# Suche Handbuch für Mainboard "Winfast 760m02-gx-6ls"



## fischer-ttd (25. Apr. 2009)

Servus..

Ich suche für ein Mainboard "*Winfast 760m02-gx-6ls*" ein Benutzerhandbuch oder alternativ die Pin-Belegung von "*FP1*" für Power, Reset, HDD etc. 

Unter Google findet man zwar diverse Seiten für Treiber und Herstellerverweise..aber das Manual gibt es nicht 

Eventuell kann hier jemand helfen. Herzlichen Dank im Voraus!


Pins

2 4 6 8 x
1 3 5 7 9


----------



## semafe (1. Mai 2009)

*winfast 760m02-gx-gls*

Hallo, ich habe das selbe board,

winfast 760m02-gx-6ls

ich kann dir n foto schicken, wenn du mir den soundtreiber schicken könntest oder n link,

ich finde nähmlich keinen dazu, habe sokel 754

mfg semafe


----------



## fischer-ttd (2. Mai 2009)

*winfast 760m02-gx-gls*

Hallo semafe,

das sollte kein Problem sein. Ich habe eine Auto-Installer Datei mit "DriverGenius" erstellt..da sind alle Treiber vom Board drin. Gesichert habe ich dabei die Treiber für Win2000. Es ist eine EXE-Datei die Dich wie in der Hardwareübersicht, die zu installierenden Treiber selbst auszuwählen lässt.

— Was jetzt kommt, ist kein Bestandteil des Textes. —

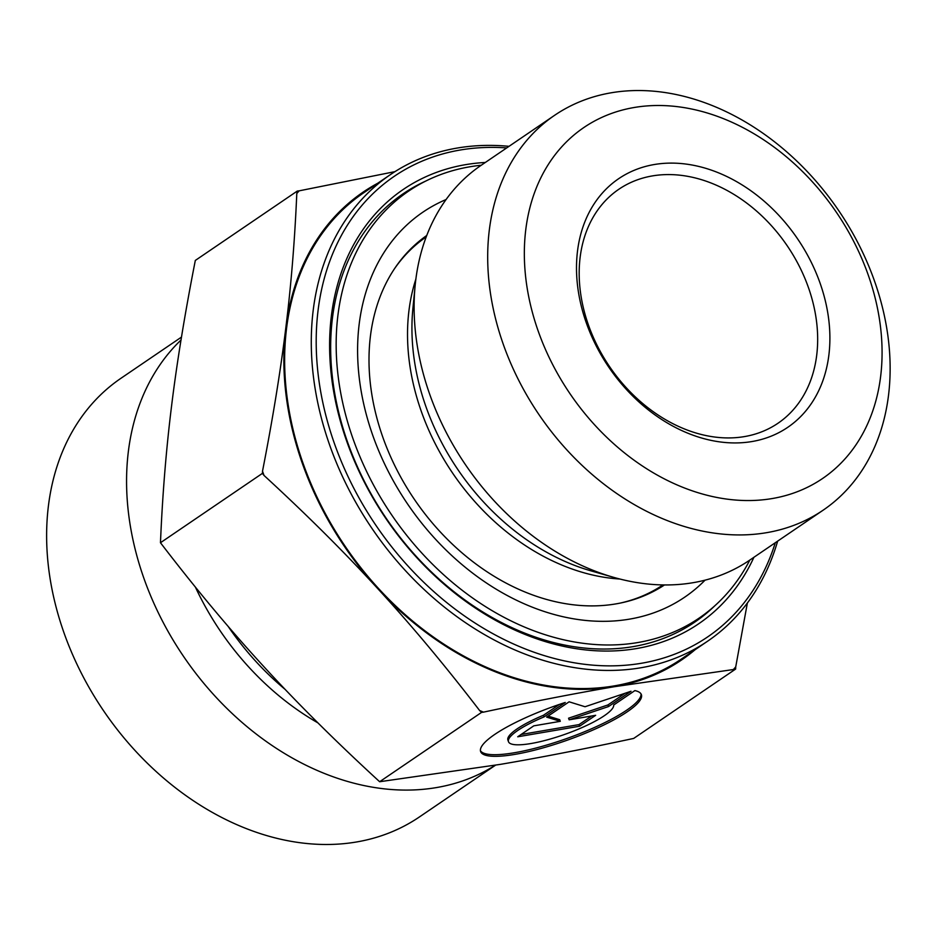 <?xml version="1.0" encoding="UTF-8"?>
<svg xmlns="http://www.w3.org/2000/svg" width="935" height="935" viewBox="0 0 935 935"><rect width="100%" height="100%" fill="white"/><g stroke="black" fill="none" stroke-linecap="round" stroke-linejoin="round"><path stroke-width="1.4" d="M634.865 690.603A85.272 18.186 -19.5 0 1 641.398 694.682A85.272 18.186 -19.5 0 1 567.066 740.251A85.272 18.186 -19.5 0 1 480.613 751.53A85.272 18.186 -19.5 0 1 565.243 702.477L544.041 716.9A55.714 11.886 160.5 0 0 508.476 741.677A55.714 11.886 160.5 0 0 563.84 734.711A55.714 11.886 160.5 0 0 613.664 705.025L634.865 690.603M480.415 750.688A85.272 18.186 160.5 0 0 566.493 738.627A85.272 18.186 160.5 0 0 641.024 693.899M508.476 741.677L507.904 740.053A55.714 11.886 -19.5 0 1 543.469 715.263L559.446 704.394M544.041 716.9L543.469 715.263M579.606 726.226L517.721 736.78L533.78 725.852L560.287 721.329L546.624 717.11L569.111 701.811L585.053 706.743L630.996 691.269L608.51 706.556L569.146 719.821L595.665 715.298L579.606 726.226L579.022 724.602L591.703 715.976M569.146 719.821L568.573 718.197L607.937 704.932L625.106 693.244M608.51 706.556L607.937 704.932M548.097 716.116L559.714 719.705L560.287 721.329M521.111 734.478L579.022 724.602M714.843 605.763A259.1 196.724 -124.2 0 1 694.775 622.114A259.1 196.724 -124.2 0 1 386.377 518.563A259.1 196.724 -124.2 0 1 403.277 193.685A259.1 196.724 -124.2 0 1 425.857 181.016M485.3 162.468A262.642 199.412 55.8 0 0 465.268 164.712A262.642 199.412 55.8 0 0 393.366 529.105A262.642 199.412 55.8 0 0 753.926 557.272M775.302 542.721A278.56 211.497 -124.2 0 1 393.261 548.81A278.56 211.497 -124.2 0 1 460.078 150.044A278.56 211.497 -124.2 0 1 506.688 147.917M509.026 146.327A282.089 214.185 55.8 0 0 457.016 148.081A282.089 214.185 55.8 0 0 390.339 174.67A282.089 214.185 55.8 0 0 371.943 528.38A282.089 214.185 55.8 0 0 707.713 641.129A282.089 214.185 55.8 0 0 777.639 541.131M390.339 174.67L363.692 192.797A282.089 214.185 55.8 0 0 345.296 546.508A282.089 214.185 55.8 0 0 681.066 659.257L707.713 641.129M554.595 115.321L481.058 165.366A238.764 181.285 55.8 0 0 415.14 285.561A238.764 181.285 55.8 0 0 613.676 577.351A238.764 181.285 55.8 0 0 749.671 560.17L823.221 510.124A238.764 181.285 55.8 0 0 858.996 244.912A238.764 181.285 55.8 0 0 611.034 92.822A238.764 181.285 55.8 0 0 554.595 115.321A238.764 181.285 55.8 0 0 539.027 414.696A238.764 181.285 55.8 0 0 823.221 510.124M633.965 107.537A212.233 161.147 -124.2 0 1 880.653 376.291A212.233 161.147 -124.2 0 1 594.929 425.203A212.233 161.147 -124.2 0 1 633.965 107.537M654.149 164.548A150.336 114.14 55.8 0 0 626.508 389.568A150.336 114.14 55.8 0 0 828.889 354.914A150.336 114.14 55.8 0 0 654.149 164.548M481.607 712.365L479.62 710.53A325.427 247.085 55.8 0 0 483.488 712.143L481.607 712.365L379.645 781.73L500.482 764.351C539.635 757.701 584.036 749.052 633.685 738.428L735.635 669.063L733.367 669.542A325.427 247.085 55.8 0 0 735.728 666.877L735.635 669.063M262.419 473.367L262.513 471.182A325.427 247.085 55.8 0 0 264.021 475.447L262.419 473.367L160.469 542.732C195.427 588.384 229.846 629.641 263.752 666.526C297.552 703.471 336.191 741.864 379.645 781.73M297.272 191.067L299.165 190.833A325.427 247.085 55.8 0 0 296.792 193.51L297.272 191.067L195.321 260.433C184.838 313.821 176.925 362.301 171.584 405.872C166.161 449.501 162.456 495.129 160.469 542.732M262.513 471.182C272.751 418.798 280.512 371.137 285.771 328.185A282.978 214.851 55.8 0 0 377.939 588.828C344.606 552.41 306.633 514.624 264.021 475.447M377.728 183.248A282.978 214.851 55.8 0 0 285.771 328.185C291.124 285.163 294.794 240.272 296.792 193.51M299.165 190.833L394.956 171.643M479.62 710.53C445.247 665.755 411.353 625.188 377.939 588.828A282.978 214.851 55.8 0 0 614.552 686.676C575.913 693.244 532.225 701.729 483.488 712.143M747.369 603.028L735.728 666.877M733.367 669.542L614.552 686.676A282.978 214.851 55.8 0 0 695.102 649.708M652.279 175.932A141.489 107.431 -124.2 0 1 799.215 266.066A141.489 107.431 -124.2 0 1 778.013 423.228A141.489 107.431 -124.2 0 1 609.608 366.684A141.489 107.431 -124.2 0 1 618.83 189.267A141.489 107.431 -124.2 0 1 652.279 175.932M181.004 340.013A265.295 201.422 55.8 0 0 169.153 633.346A265.295 201.422 55.8 0 0 436.692 787.539A265.295 201.422 55.8 0 0 495.305 765.227M495.492 765.192L419.441 816.933A265.295 201.422 -124.2 0 1 356.738 841.944A265.295 201.422 -124.2 0 1 81.228 672.955A265.295 201.422 -124.2 0 1 120.977 378.266L181.483 337.103M664.504 584.948A211.345 160.469 -124.2 0 1 414.45 499.465A211.345 160.469 -124.2 0 1 426.734 235.491M705.06 580.156A232.792 176.75 -124.2 0 1 407.648 504.094A232.792 176.75 -124.2 0 1 446.077 199.529M749.823 560.065A258.212 196.058 -124.2 0 1 699.041 618.152A258.212 196.058 -124.2 0 1 391.695 514.951A258.212 196.058 -124.2 0 1 408.525 191.172A258.212 196.058 -124.2 0 1 444.99 173.045A258.212 196.058 -124.2 0 1 481.198 165.261M409.635 190.424A259.1 196.724 55.8 0 0 399.514 196.327M690.93 624.65A259.1 196.724 55.8 0 0 700.14 617.392M662.973 584.924A210.469 159.803 -124.2 0 1 621.039 602.9M394.079 269.327A210.469 159.803 -124.2 0 1 426.196 236.917M415.865 279.133A210.469 159.803 55.8 0 0 619.905 579.034M613.676 577.351L591.002 570.864A214.255 162.678 -124.2 0 1 412.849 309.017L415.14 285.561M195.38 587.075A241.604 183.447 55.8 0 0 317.935 722.884M285.175 689.434A238.764 181.285 -124.2 0 1 228.117 626.356M408.525 191.172L394.254 200.885M699.041 618.152L684.759 627.864"/></g></svg>

Die Datei selbst ist ca. 16 MB gross und ich würde sie im RAR-Format splitten falls Du eine Beschränkung der Postfachgrösse hast. Dafür bräuchte ich dann Deine eMail-Adresse.

Schöne Grüße

Tom


----------



## fischer-ttd (2. Mai 2009)

*winfast 760m02-gx-gls*

2. Alternative:

Ich habe von der Installation noch ein Abbild in Acronis True-Image11. Das könnte ich mit dem VMware Converter in eine virtuelle Maschine umwandeln und Dir schreiben welcher Treiber sich dahinter verbirgt. Den kannst Du Dir dann bei z.B. www.driverguide.com herunterladen. Dafür ist eine einmalige kostenlose Registrierung notwendig

Schöne Grüße

Tom


----------



## fischer-ttd (2. Mai 2009)

*winfast 760m02-gx-gls*

Hallo semafe

der Soundtreiber den Du für das Board benötigst ist :

SoundMax Version 5.12.01.5410

Du findest den Download für Win2000/XP unter folgendem Link

http://de.nodevice.com/driver/company/sound_max.html

Schöne Grüße

Tom


----------



## semafe (4. Mai 2009)

*Panel 1*

brauchst du noch die anleitung für die power, reset und co anstecker?


----------



## fischer-ttd (4. Mai 2009)

*Winfast 760m02-gx-6ls*

Hi semafe,

ja die Anleitung brauche ich noch )


----------



## fischer-ttd (21. Mai 2009)

*winfast 760m02-gx-gls*

Nachdem semafe die Lösung leider nicht geliefert hat, musste ein anderes Board von Winfast für die Belegung der Pins von FP1 die Lösung liefern.

Pins FP1 

2 4 6 8 x
1 3 5 7 9


1 + 3 HDLED
2 + 4 POWERLED
5 + 7 RESET
6 + 8 POWER

X Frei


----------